Переливаясь в лучах солнца, передо мной во всей своей красе раскинулся Хрустальный город.
Не смотря на постигшее разочарование, я полон восхищения. Вот уж точно божьих рук дело. Сквозь полупрозрачные городские стены можно рассмотреть суетящихся людишек. С такого расстояния они кажутся мелкими букашками в стеклянной банке.
Невесомыми лентами тянутся через весь город, от стен до центральной башни, стеклянные мостики. У верхушки башни они сливаются в широкий опоясывающий ее балкон. Город словно накрыт ажурным покрывалом из паутины.
— Шпиль на главной башне предназначен для защиты города, — сказал подошедший сзади Ильич. — Он рождает… роаждал молнии… — и, помедлив, спросил, — Значить дошел все-таки?
— Таки дошел, — отвечаю, не отрывая взгляда от города. — Вот только не туда пришел. Вот и верь всесильным после этого.
— Какие они?
— Кто?
— Спящие.
— Как живые, только мертвые.
Ильич хмыкнул и отошел.
Выскочив из-за кустов, бросилась ко мне Лиля.
— Димчик! Живой! Я даже не надеялась, что наш любимый герой останется в живых. — Радостно затараторила она, повиснув у меня на шее.
— Не дождетесь. Живее всех живых.
— Мне так плохо было. Что-то с ножками случилось. Так больно было, что я почти ничего не помню. Потом кошмар какой-то. Наверное, я от страха упала в обморок. Ты не поверишь, мне померещилось, что Тимошенька сгорел, а меня спасает Ильич. Представляешь, на плечо меня вскинул и бежит так быстро-быстро, и колоны мельтешат. А дальше ничего не помню. Потом здесь проснулась. Вот чудеса, да Димчик? А Тимошка говорит что все это правда. Глупенький.
— Ты ходишь? — изумленно смотрю на стройные ножки, символически прикрытые драными шортами.
— А я что, летать должна? — хихикнула Лиля, и кокетливо поправила длинные светлые волосы.

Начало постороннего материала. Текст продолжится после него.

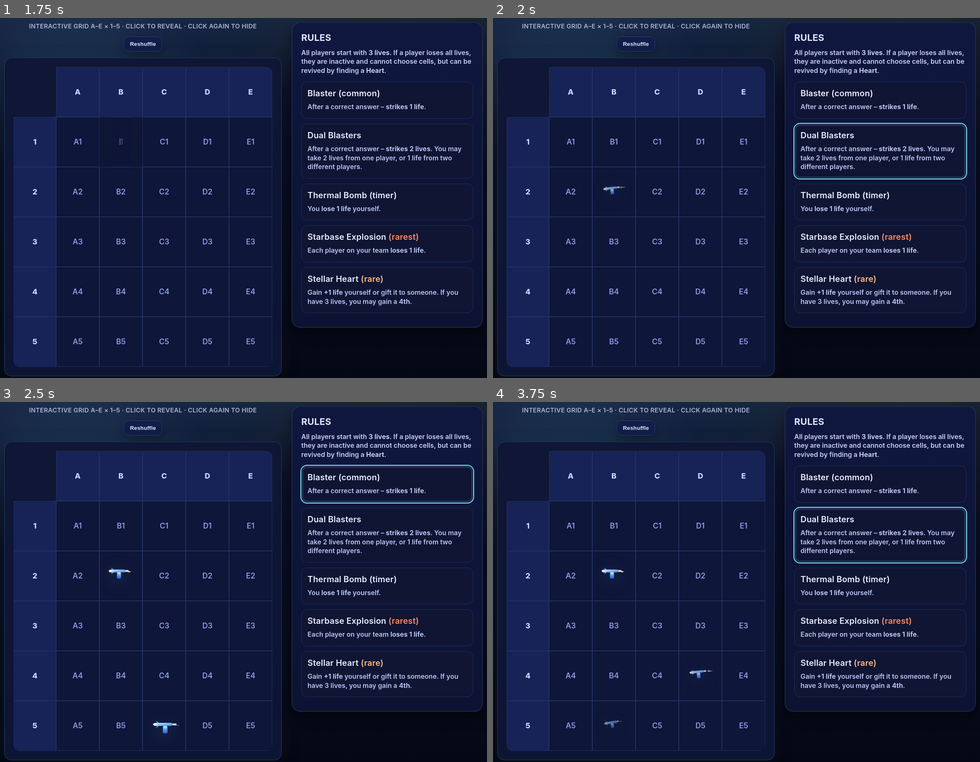
Above: before the commit, frames 1-4 (two rows, left to right).
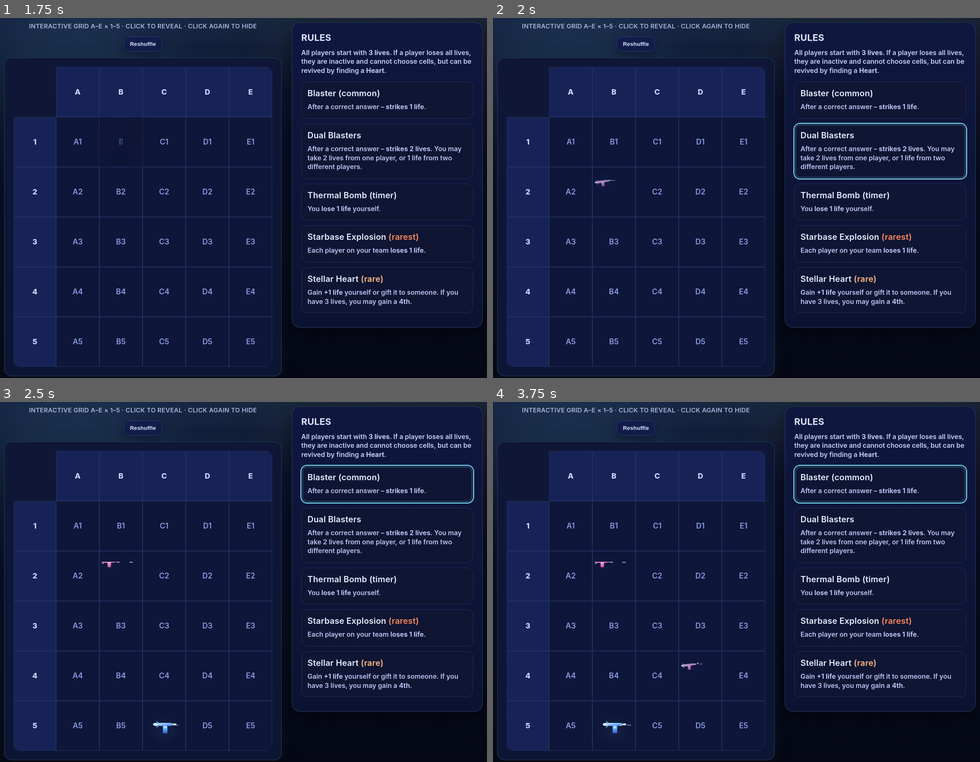
Above: after the commit, the same moments.

Repository: onomastika/game
Game: browser game, page grid.html
The game is run twice, just before and just after one commit, with the same random seed, the same clock (stepped at 60 frames per second) and the same inputs.
Inputs (mouse positions are in pixels of both pictures, inside the frame that each line leads up to):
- Up to frame 1 (1.75 s): tap Space at 1.1, 1.6 s; click (121, 140) at 1.27 s
- Up to frame 2 (2 s): click (614, 190) at 1.87 s
- Up to frame 3 (2.5 s): click (209, 625) at 2.02 s; tap Space at 2.1 s; click (165, 726) at 2.47 s
- Up to frame 4 (3.75 s): tap Space at 2.6, 3.1, 3.6 s; click (702, 675) at 3.07 s; click (614, 726) at 3.67 s

Frame 1 is identical in both runs. In frame 2, less than 0.1% of the frame differs, in the area x 20-28%, y 44-50%; in frame 3, less than 0.1%; in frame 4, 1.4%, in the area x 20-98%, y 17-93%.

Commit message:
grid.html

Diff:
--- a/grid.html
+++ b/grid.html
@@ -24,7 +24,7 @@
     display:grid; place-items:center; padding:24px; overflow-x:hidden;
   }
 
-  /* soft cosmic background (very subtle, behind everything) */
+  /* subtle space BG */
   .space-bg{
     position:fixed; inset:0; pointer-events:none; z-index:-1;
     background:
@@ -40,14 +40,10 @@
       radial-gradient(1.8px 1.8px at 80% 55%, var(--star), transparent 60%),
       radial-gradient(1px 1px at 50% 12%, var(--star), transparent 60%),
       radial-gradient(1px 1px at 70% 88%, var(--star), transparent 60%);
-    opacity:.28; filter:blur(.2px);
-    animation: drift 36s linear infinite;
-  }
-  .space-bg::after{opacity:.18; animation-duration: 52s; transform:scale(1.25)}
-  @keyframes drift{
-    0%{transform:translate3d(0,0,0)}
-    100%{transform:translate3d(-3%, -2%, 0)}
-  }
+    opacity:.28; filter:blur(.2px); animation: drift 36s linear infinite;
+  }
+  .space-bg::after{opacity:.18; animation-duration:52s; transform:scale(1.25)}
+  @keyframes drift{0%{transform:translate3d(0,0,0)}100%{transform:translate3d(-3%,-2%,0)}}
 
   .container{width:min(96vw, 1260px); display:grid; grid-template-columns: 1fr 460px; gap:24px; align-items:start;}
   @media (max-width:1000px){ .container{grid-template-columns:1fr} }
@@ -83,7 +79,8 @@
   .coord{font-size:18px; color:#93a7ef; opacity:.92}
   .icon{display:grid; place-items:center; width:100%; height:100%}
   svg{width:84%; height:auto; filter: drop-shadow(0 8px 22px rgba(126,232,250,.22));}
-  @media (min-width:1400px){ th,td{width:132px;height:132px} svg{width:80%} }
+  .dual svg{width:92%}
+  @media (min-width:1400px){ th,td{width:132px;height:132px} svg{width:80%} .dual svg{width:88%} }
   @media (max-width:560px){ th,td{width:86px;height:86px} .coord{font-size:16px} }
 
   .rules{
@@ -106,7 +103,7 @@
   .beam{animation: beam .45s ease-out forwards}
   @keyframes beam{0%{opacity:0; transform:translateX(-30px)}15%{opacity:1}100%{opacity:1; transform:translateX(120px)}}
   .cross-burst{animation: cross-burst .34s ease-out forwards; transform-origin:center}
-  @keyframes cross-burst{0%{opacity:0; transform:scale(.6) rotate(-16deg)}100%{opacity:1; transform:scale(1) rotate(0)}}
+  @keyframes cross-burst{0%{opacity:0; transform:scale(.6) rotate(-20deg)}100%{opacity:1; transform:scale(1) rotate(0)}}
   .bomb-glow{animation:bglow 1.1s ease-out forwards}
   @keyframes bglow{0%{opacity:.25; transform:scale(.7)}80%{opacity:1; transform:scale(1.08)}100%{opacity:1; transform:scale(1)}}
   .pulse{animation:pulse .9s ease-out 1 forwards, soft-pulse 1.2s ease-in-out 2.2s infinite alternate; transform-origin:center}
@@ -172,8 +169,8 @@
   </div>
 
 <script>
-  // exact totals (25 cells) — increased Dual Blasters frequency
-  const COUNTS = { pistol: 7, pistols: 10, bomb: 5, heart: 2, fire: 1 }; // 'fire' => starbase explosion
+  // ORIGINAL totals restored (25 cells): 11/6/5/2/1
+  const COUNTS = { pistol: 11, pistols: 6, bomb: 5, heart: 2, fire: 1 }; // 'fire' => starbase explosion
 
   const letters = ["A","B","C","D","E"];
   const size = 5;
@@ -228,6 +225,7 @@
     cells.forEach(cell=>{
       cell.dataset.revealed="0";
       cell.innerHTML = `<span class="coord">${cell.dataset.coord}</span>`;
+      cell.classList.remove('dual');
     });
     clearRuleHighlights();
   }
@@ -246,11 +244,14 @@
       setTimeout(()=>{ this.classList.remove('flip-hide'); }, 260);
       this.dataset.revealed="0";
       this.innerHTML = `<span class="coord">${this.dataset.coord}</span>`;
+      this.classList.remove('dual');
       clearRuleHighlights();
     }else{
       this.dataset.revealed="1";
       const t = this.dataset.type;
-      this.innerHTML = `<div class="icon">${ICONS[t]()}</div>`;
+      const isDual = t === 'pistols';
+      this.innerHTML = `<div class="icon${isDual ? ' dual':''}">${ICONS[t]()}</div>`;
+      if(isDual) this.classList.add('dual');
       highlightRule(t);
     }
   }
@@ -274,19 +275,44 @@
     </svg>`;
   }
 
+  /* NEW: handcrafted Dual Blasters (two different rayguns, crossed X, both firing) */
   function svgDualBlasters(){
-    const left = svgBlaster()
-      .replace('#b7f0ff','#b7f0ff').replace('#4b7dff','#4b7dff'); // blue
-    const right = svgBlaster()
-      .replace('#b7f0ff','#ffd2b7').replace('#4b7dff','#ff7d4b')  // orange theme
-      .replace('#7be2ff','#ffb47b').replace('#2f5ad0','#d0572f')
-      .replace('#e8f6ff','#fff0e6').replace('#bde9ff','#ffd9bf')
-      .replace('#d9ecff','#ffe2cf').replace('#aee1ff','#ffd0a6')
-      .replace('#b9f3ff','#ffe3c0').replace('#67e1ff','#ffb46a');
     return `
     <svg viewBox="0 0 380 280" xmlns="http://www.w3.org/2000/svg" aria-label="Dual Blasters">
-      <g class="cross-burst" transform="translate(70,92) rotate(-34) scale(.92)">${left.replace('<svg viewBox="0 0 320 200" xmlns="http://www.w3.org/2000/svg" aria-label="Blaster">','').replace('</svg>','')}</g>
-      <g class="cross-burst" transform="translate(310,188) rotate(146) scale(.92)">${right.replace('<svg viewBox="0 0 320 200" xmlns="http://www.w3.org/2000/svg" aria-label="Blaster">','').replace('</svg>','')}</g>
+      <defs>
+        <!-- cyan gun -->
+        <linearGradient id="c1" x1="0" y1="0" x2="1" y2="1"><stop offset="0" stop-color="#b7f0ff"/><stop offset="1" stop-color="#4b7dff"/></linearGradient>
+        <linearGradient id="c2" x1="0" y1="0" x2="0" y2="1"><stop offset="0" stop-color="#7be2ff"/><stop offset="1" stop-color="#2f5ad0"/></linearGradient>
+        <!-- magenta gun -->
+        <linearGradient id="m1" x1="0" y1="0" x2="1" y2="1"><stop offset="0" stop-color="#ffc0ff"/><stop offset="1" stop-color="#ff5fb1"/></linearGradient>
+        <linearGradient id="m2" x1="0" y1="0" x2="0" y2="1"><stop offset="0" stop-color="#ffb4e2"/><stop offset="1" stop-color="#d0468f"/></linearGradient>
+      </defs>
+
+      <!-- LEFT cyan raygun -->
+      <g class="cross-burst" transform="translate(86,112) rotate(-34)">
+        <ellipse cx="0" cy="-6" rx="20" ry="10" fill="#e8f6ff"/>
+        <ellipse cx="0" cy="-6" rx="12" ry="6" fill="#bde9ff"/>
+        <rect x="10" y="-16" rx="10" width="120" height="24" fill="url(#c1)"/>
+        <polygon points="10,-16 -2,-34 24,-16" fill="#6fb9ff"/>
+        <polygon points="10,8 -2,26 24,8" fill="#6fb9ff"/>
+        <rect x="130" y="-10" width="28" height="12" rx="4" fill="#d9ecff"/>
+        <rect x="58" y="2" rx="6" width="32" height="52" fill="url(#c2)"/>
+        <g class="flash"><polygon points="158,-4 182,2 158,8" fill="#fff7cd"/><polygon points="158,-2 174,2 158,6" fill="#ffd971"/></g>
+        <g class="beam"><rect x="154" y="2" width="24" height="4" rx="2" fill="#b9f3ff"/><rect x="178" y="1" width="10" height="6" rx="3" fill="#67e1ff"/></g>
+      </g>
+
+      <!-- RIGHT magenta raygun (mirrored) -->
+      <g class="cross-burst" transform="translate(294,168) rotate(146)">
+        <ellipse cx="0" cy="-6" rx="20" ry="10" fill="#ffe8f8"/>
+        <ellipse cx="0" cy="-6" rx="12" ry="6" fill="#ffd6f1"/>
+        <rect x="10" y="-16" rx="10" width="120" height="24" fill="url(#m1)"/>
+        <polygon points="10,-16 -2,-34 24,-16" fill="#ff9edd"/>
+        <polygon points="10,8 -2,26 24,8" fill="#ff9edd"/>
+        <rect x="130" y="-10" width="28" height="12" rx="4" fill="#ffe2f3"/>
+        <rect x="58" y="2" rx="6" width="32" height="52" fill="url(#m2)"/>
+        <g class="flash"><polygon points="158,-4 182,2 158,8" fill="#fff1f8"/><polygon points="158,-2 174,2 158,6" fill="#ffc6e8"/></g>
+        <g class="beam"><rect x="154" y="2" width="24" height="4" rx="2" fill="#ffd3f3"/><rect x="178" y="1" width="10" height="6" rx="3" fill="#ff9edf"/></g>
+      </g>
     </svg>`;
   }
 
@@ -300,11 +326,8 @@
       </defs>
       <g class="bomb-glow">
         <circle cx="160" cy="172" r="100" fill="url(#metal)" stroke="#122033" stroke-width="2"/>
-        <g transform="translate(80,160)">
-          <rect x="0" y="0" width="160" height="18" rx="9" fill="url(#slot)"/>
-          <g transform="translate(4,0)">
-            ${Array.from({length:10}).map((_,i)=>`<polygon points="${i*16},0 ${i*16+10},0 ${i*16+6},18 ${i*16-4},18" fill="url(#stripeY)"/>`).join('')}
-          </g>
+        <g transform="translate(80,160)"><rect x="0" y="0" width="160" height="18" rx="9" fill="url(#slot)"/>
+          <g transform="translate(4,0)">${Array.from({length:10}).map((_,i)=>`<polygon points="${i*16},0 ${i*16+10},0 ${i*16+6},18 ${i*16-4},18" fill="url(#stripeY)"/>`).join('')}</g>
         </g>
         <rect x="110" y="120" width="12" height="10" rx="2" fill="#21324f"/>
         <rect x="198" y="120" width="12" height="10" rx="2" fill="#21324f"/>

— Тимоха теперь должен на руках тебя носить и не отпускать ни на шаг, — отшучиваюсь я. А перед глазами — обугленные культи, волочащиеся по полу и стеклянные от безумия глаза. — А сам он где?
— Здесь, — стиснул меня Тимоха лапищами так, что кости затрещали. — Рад тебя видеть. Спасибо что вытащил из пекла. Дайла рассказала, как ты геройствовал. Раз мы тут значит победа за тобой.
Обугленные лохмотья спортивного костюма с трудом прикрывают мускулистое тело. Шрамов как не бывало. Пышная курчавая шевелюра как после хорошего шампуня стекает на крутые плечи.
— Взаимно, — хриплю в ответ. — Пусти, раздавишь.
— Как же, раздавишь его, — хмыкнул подошедший Прыщ. — Тьму тьмущую монстров порубал. Всем задницу надрал. С богами на брудершафт пьянствовал. Мертвых друзяк из могил поднял … Что ему какой-то тупой Тимошкин. Порвет как Тузик грелку.
— Смотри, чтобы я тебя не порвал, — выпуская меня из объятий, буркнул Тимоха. — Достал уже. Зудишь и зудишь. Голова от тебя болит.
— Не злись Тимоха, — хлопнул я его по плечу. — Привет Прыщ. Из могил, допустим, не я поднял, а спящие. Да и тебя это мало касается. Последний раз я видел тебя улепетывающим, и живее всех живых. Или добегался?
— Было дело, — неохотно ответил Прыщ и, скривившись, отвернулся.
— Мы там обыскались тебя. Куда тебя черти занесли?
— Отстань Димыч. Даже вспоминать об этом не хочу — Прыщ вздрогнул и скрылся в зарослях.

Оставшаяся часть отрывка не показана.